COPYING - read this first.
README - read this second (you are currently reading this file).
INSTALL - read on how to install
src/apprentice.c - parses /etc/magic to learn magic
src/apptype.c - used for OS/2 specific application type magic
src/ascmagic.c - third & last set of tests, based on hardwired assumptions.
src/asctime_r.c - replacement for OS's that don't have it.
src/asprintf.c - replacement for OS's that don't have it.
src/asctime_r.c - replacement for OS's that don't have it.
src/asprintf.c - replacement for OS's that don't have it.
src/buffer.c - buffer handling functions.
src/cdf.[ch] - parser for Microsoft Compound Document Files
src/cdf_time.c - time converter for CDF.
src/compress.c - handles decompressing files to look inside.
src/ctime_r.c - replacement for OS's that don't have it.
src/der.[ch] - parser for Distinguished Encoding Rules
src/dprintf.c - replacement for OS's that don't have it.
src/elfclass.h - common code for elf 32/64.
src/encoding.c - handles unicode encodings
src/file.c - the main program
src/file.h - header file
src/file_opts.h - list of options
src/fmtcheck.c - replacement for OS's that don't have it.
src/fsmagic.c - first set of tests the program runs, based on filesystem info
src/funcs.c - utilility functions
src/getline.c - replacement for OS's that don't have it.
src/getopt_long.c - replacement for OS's that don't have it.
src/gmtime_r.c - replacement for OS's that don't have it.
src/is_csv.c - knows about Comma Separated Value file format (RFC 4180).
src/is_json.c - knows about JavaScript Object Notation format (RFC 8259).
src/is_tar.c, tar.h - knows about Tape ARchive format (courtesy John Gilmore).
src/localtime_r.c - replacement for OS's that don't have it.
src/magic.h.in - source file for magic.h
src/mygetopt.h - replacement for OS's that don't have it.
src/magic.c - the libmagic api
src/names.h - header file for ascmagic.c
src/pread.c - replacement for OS's that don't have it.
src/print.c - print results, errors, warnings.
src/readcdf.c - CDF wrapper.
src/readelf.[ch] - Stand-alone elf parsing code.
src/softmagic.c - 2nd set of tests, based on /etc/magic
src/mygetopt.h - replacement for OS's that don't have it.
src/strcasestr.c - replacement for OS's that don't have it.
src/strlcat.c - replacement for OS's that don't have it.
src/strlcpy.c - replacement for OS's that don't have it.
src/strndup.c - replacement for OS's that don't have it.
src/tar.h - tar file definitions
src/vasprintf.c - for systems that don't have it.
doc/file.man - man page for the command
doc/magic.man - man page for the magic file, courtesy Guy Harris.
	Install as magic.4 on USG and magic.5 on V7 or Berkeley; cf Makefile.
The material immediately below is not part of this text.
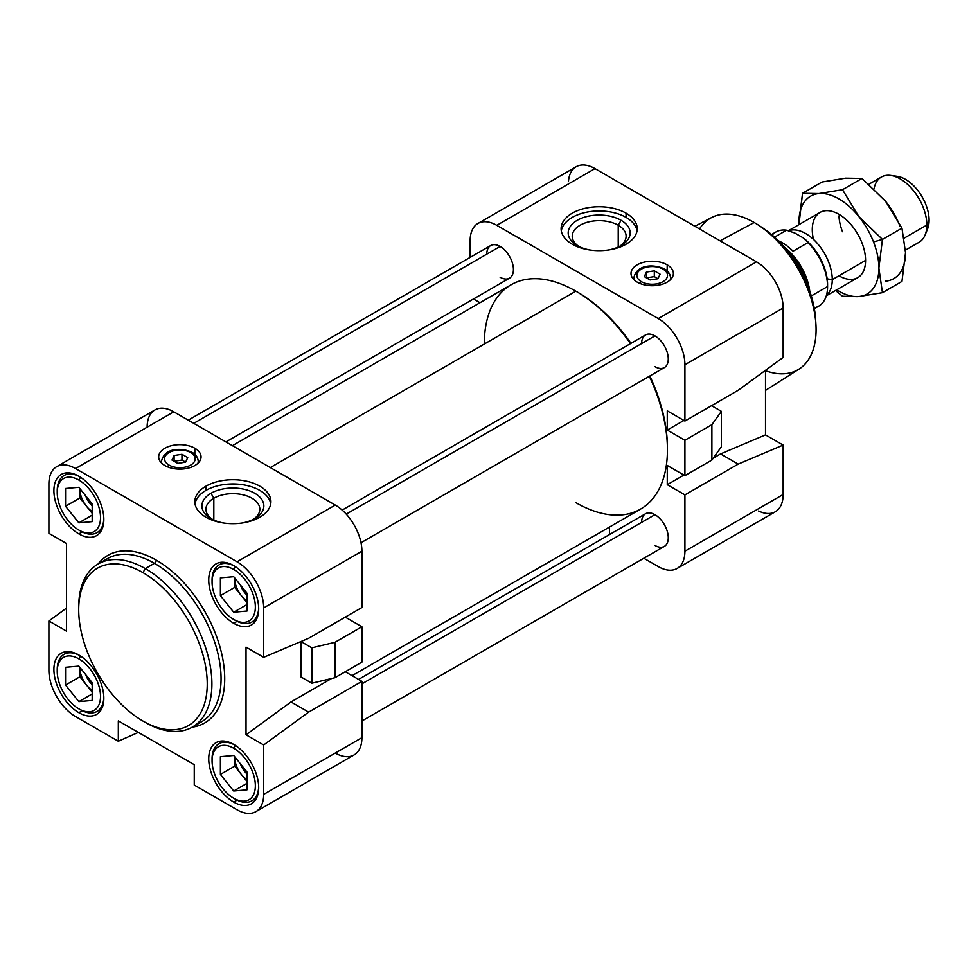 <?xml version="1.0" encoding="UTF-8"?>
<svg xmlns="http://www.w3.org/2000/svg" width="978" height="978" viewBox="0 0 978 978"><rect width="100%" height="100%" fill="white"/><g stroke="black" fill="none" stroke-linecap="round" stroke-linejoin="round"><path stroke-width="1.47" d="M699.527 228.962A87.507 50.526 60 0 1 754.209 222.507L720.077 240.832L754.209 222.507A87.507 50.526 -120 0 0 711.556 217.568L694.869 226.273M484.293 344.048A129.499 74.768 60 0 1 575.859 291.187L577.521 292.141A127.152 73.411 -120 0 0 577.521 292.141L575.859 291.187A129.499 74.768 -120 0 0 511.115 284.769L232.409 445.675M270.344 467.57L575.859 291.187L270.344 467.57M78.717 608.414A94.181 54.377 60 0 1 98.203 563.939A94.181 54.377 60 0 1 145.306 568.597L142.971 572.643L145.306 568.597A94.181 54.377 -120 0 0 78.705 607.057L78.705 609.746A90.893 52.47 60 0 1 142.971 572.643A90.893 52.47 60 0 1 207.238 683.952A90.893 52.47 60 0 1 142.971 721.055L142.971 721.055A90.893 52.47 60 0 1 78.705 609.746M145.306 722.4L142.971 721.055L145.306 722.4A94.181 54.377 -120 0 0 211.896 683.952A94.181 54.377 -120 0 0 145.306 568.597L154.463 563.316A94.181 54.377 -120 0 0 107.372 558.646A94.181 54.377 60 0 1 154.463 563.316A2.592 1.491 120 0 0 156.284 560.137A96.773 55.868 -120 0 0 98.081 564.013A96.773 55.868 60 0 1 156.284 560.137A2.592 1.491 -60 0 1 154.463 563.316A94.181 54.377 60 0 1 215.991 646.311A94.181 54.377 60 0 1 201.554 721.776A94.181 54.377 -120 0 0 215.991 646.311A94.181 54.377 -120 0 0 154.463 563.316L145.306 568.597A94.181 54.377 60 0 1 206.835 651.592A94.181 54.377 60 0 1 192.397 727.07A94.181 54.377 60 0 1 145.306 722.4M103.827 518.499A32.959 19.034 60 0 1 97.018 532.643A32.959 19.034 60 0 1 80.538 531.017A32.959 19.034 -120 0 0 103.827 518.499M80.502 477.227L78.863 480.064A30.611 17.677 60 0 1 100.514 517.558A30.611 17.677 60 0 1 78.863 530.052L80.538 531.017L78.863 530.052A30.611 17.677 60 0 1 57.225 492.57A30.611 17.677 60 0 1 78.863 480.064L80.502 477.227M78.863 476.225A35.318 20.391 -120 0 0 61.211 474.477A35.318 20.391 -120 0 0 55.795 502.778A35.318 20.391 -120 0 0 78.863 533.902L82.262 531.934L78.863 533.902A35.318 20.391 -120 0 0 96.529 535.651A35.318 20.391 -120 0 0 101.944 507.35A35.318 20.391 -120 0 0 78.863 476.225A35.318 20.391 60 0 1 103.839 519.477A35.318 20.391 60 0 1 78.863 533.902A35.318 20.391 60 0 1 53.9 490.638A35.318 20.391 60 0 1 78.863 476.225M258.669 786.691A32.959 19.034 60 0 1 251.859 800.848A32.959 19.034 60 0 1 235.38 799.209A32.959 19.034 -120 0 0 258.669 786.691M235.343 745.419L233.705 748.268A30.611 17.677 60 0 1 255.356 785.75A30.611 17.677 60 0 1 233.705 798.244L235.38 799.209L233.705 798.244A30.611 17.677 60 0 1 212.067 760.762A30.611 17.677 60 0 1 233.705 748.268L235.343 745.419M233.705 744.417A35.318 20.391 -120 0 0 216.052 742.669A35.318 20.391 -120 0 0 210.637 770.97A35.318 20.391 -120 0 0 233.705 802.094L237.104 800.138L233.705 802.094A35.318 20.391 -120 0 0 251.37 803.843A35.318 20.391 -120 0 0 256.786 775.542A35.318 20.391 -120 0 0 233.705 744.417A35.318 20.391 60 0 1 258.681 787.669A35.318 20.391 60 0 1 233.705 802.094A35.318 20.391 60 0 1 208.742 758.83A35.318 20.391 60 0 1 233.705 744.417M103.827 697.29A32.959 19.034 60 0 1 97.018 711.446A32.959 19.034 60 0 1 80.538 709.808A32.959 19.034 -120 0 0 103.827 697.29M80.502 656.03L78.863 658.866A30.611 17.677 60 0 1 100.514 696.36A30.611 17.677 60 0 1 78.863 708.854L80.538 709.808L78.863 708.854A30.611 17.677 60 0 1 57.225 671.36A30.611 17.677 60 0 1 78.863 658.866L80.502 656.03M78.863 655.015A35.318 20.391 -120 0 0 61.211 653.267A35.318 20.391 -120 0 0 55.795 681.568A35.318 20.391 -120 0 0 78.863 712.693L82.262 710.737L78.863 712.693A35.318 20.391 -120 0 0 96.529 714.441A35.318 20.391 -120 0 0 101.944 686.14A35.318 20.391 -120 0 0 78.863 655.015A35.318 20.391 60 0 1 103.839 698.28A35.318 20.391 60 0 1 78.863 712.693A35.318 20.391 60 0 1 53.9 669.441A35.318 20.391 60 0 1 78.863 655.015M258.669 607.888A32.959 19.034 60 0 1 251.859 622.045A32.959 19.034 60 0 1 235.38 620.419A32.959 19.034 -120 0 0 258.669 607.888M235.343 566.629L233.705 569.465A30.611 17.677 60 0 1 255.356 606.959A30.611 17.677 60 0 1 233.705 619.453L235.38 620.419L233.705 619.453A30.611 17.677 60 0 1 212.067 581.959A30.611 17.677 60 0 1 233.705 569.465L235.343 566.629M233.705 565.626A35.318 20.391 -120 0 0 216.052 563.866A35.318 20.391 -120 0 0 210.637 592.179A35.318 20.391 -120 0 0 233.705 623.292L237.104 621.336L233.705 623.292A35.318 20.391 -120 0 0 251.37 625.052A35.318 20.391 -120 0 0 256.786 596.739A35.318 20.391 -120 0 0 233.705 565.626A35.318 20.391 60 0 1 258.681 608.878A35.318 20.391 60 0 1 233.705 623.292A35.318 20.391 60 0 1 208.742 580.04A35.318 20.391 60 0 1 233.705 565.626M79.878 488.56A18.839 10.88 -120 0 0 79.866 489.11A18.839 10.88 -120 0 0 86.529 506.274A18.839 10.88 -120 0 0 92.189 511.555A18.839 10.88 60 0 1 86.529 506.274A18.839 10.88 60 0 1 79.866 489.11L79.866 497.985L92.189 513.316L79.866 497.985L79.866 489.11A18.839 10.88 60 0 1 79.878 488.56L79.866 488.548M92.189 505.834A15.648 9.034 60 0 1 85.612 495.687A15.648 9.034 -120 0 0 92.189 505.834M234.72 756.752A18.839 10.88 -120 0 0 234.708 757.302A18.839 10.88 -120 0 0 241.37 774.466A18.839 10.88 -120 0 0 247.031 779.747A18.839 10.88 60 0 1 241.37 774.466A18.839 10.88 60 0 1 234.708 757.302L234.708 766.177L247.031 781.508L234.708 766.177L234.708 757.302A18.839 10.88 60 0 1 234.72 756.752L234.708 756.74M247.031 774.026A15.648 9.034 60 0 1 240.454 763.879A15.648 9.034 -120 0 0 247.031 774.026M79.878 667.351A18.839 10.88 -120 0 0 79.866 667.901A18.839 10.88 -120 0 0 86.529 685.065A18.839 10.88 -120 0 0 92.189 690.346A18.839 10.88 60 0 1 86.529 685.065A18.839 10.88 60 0 1 79.866 667.901L79.866 676.776L92.189 692.106L79.866 676.776L79.866 667.901A18.839 10.88 60 0 1 79.878 667.351L79.866 667.338M92.189 684.624A15.648 9.034 60 0 1 85.612 674.478A15.648 9.034 -120 0 0 92.189 684.624M234.72 577.949A18.839 10.88 -120 0 0 234.708 578.499A18.839 10.88 -120 0 0 241.37 595.663A18.839 10.88 -120 0 0 247.031 600.957A18.839 10.88 60 0 1 241.37 595.663A18.839 10.88 60 0 1 234.708 578.499L234.708 587.387L247.031 602.705L234.708 587.387L234.708 578.499A18.839 10.88 60 0 1 234.72 577.949L234.708 577.937M247.031 595.223A15.648 9.034 60 0 1 240.454 585.088A15.648 9.034 -120 0 0 247.031 595.223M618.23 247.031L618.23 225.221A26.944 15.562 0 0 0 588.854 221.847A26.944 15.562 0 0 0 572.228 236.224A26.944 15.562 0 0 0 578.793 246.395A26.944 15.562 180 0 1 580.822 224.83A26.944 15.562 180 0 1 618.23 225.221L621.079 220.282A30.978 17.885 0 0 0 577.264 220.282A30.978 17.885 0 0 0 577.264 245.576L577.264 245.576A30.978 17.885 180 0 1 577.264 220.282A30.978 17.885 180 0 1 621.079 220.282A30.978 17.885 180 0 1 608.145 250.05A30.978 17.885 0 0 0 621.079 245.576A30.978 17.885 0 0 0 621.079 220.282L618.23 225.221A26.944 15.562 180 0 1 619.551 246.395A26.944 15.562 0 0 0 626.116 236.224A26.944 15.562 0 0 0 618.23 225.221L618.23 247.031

Magdir - directory of /etc/magic pieces
------------------------------------------------------------------------------

If you submit a new magic entry please make sure you read the following
guidelines:

- Initial match is preferably at least 32 bits long, and is a _unique_ match
- If this is not feasible, use additional check
- Match of <= 16 bits are not accepted
- Delay printing string as much as possible, don't print output too early
- Avoid printf arbitrary byte as string, which can be a source of
  crash and buffer overflow

- Provide complete information with entry:
  * One line short summary
  * Optional long description
  * File extension, if applicable
  * Full name and contact method (for discussion when entry has problem)
  * Further reference, such as documentation of format

------------------------------------------------------------------------------

gpg for dummies:

$ gpg --verify file-X.YY.tar.gz.asc file-X.YY.tar.gz
gpg: assuming signed data in `file-X.YY.tar.gz'
gpg: Signature made WWW MMM DD HH:MM:SS YYYY ZZZ using DSA key ID KKKKKKKK

To download the key:

$ gpg --keyserver hkp://keys.gnupg.net --recv-keys KKKKKKKK

------------------------------------------------------------------------------


Parts of this software were developed at SoftQuad Inc., developers
of SGML/HTML/XML publishing software, in Toronto, Canada.
SoftQuad was swallowed up by Corel in 2002 and does not exist any longer.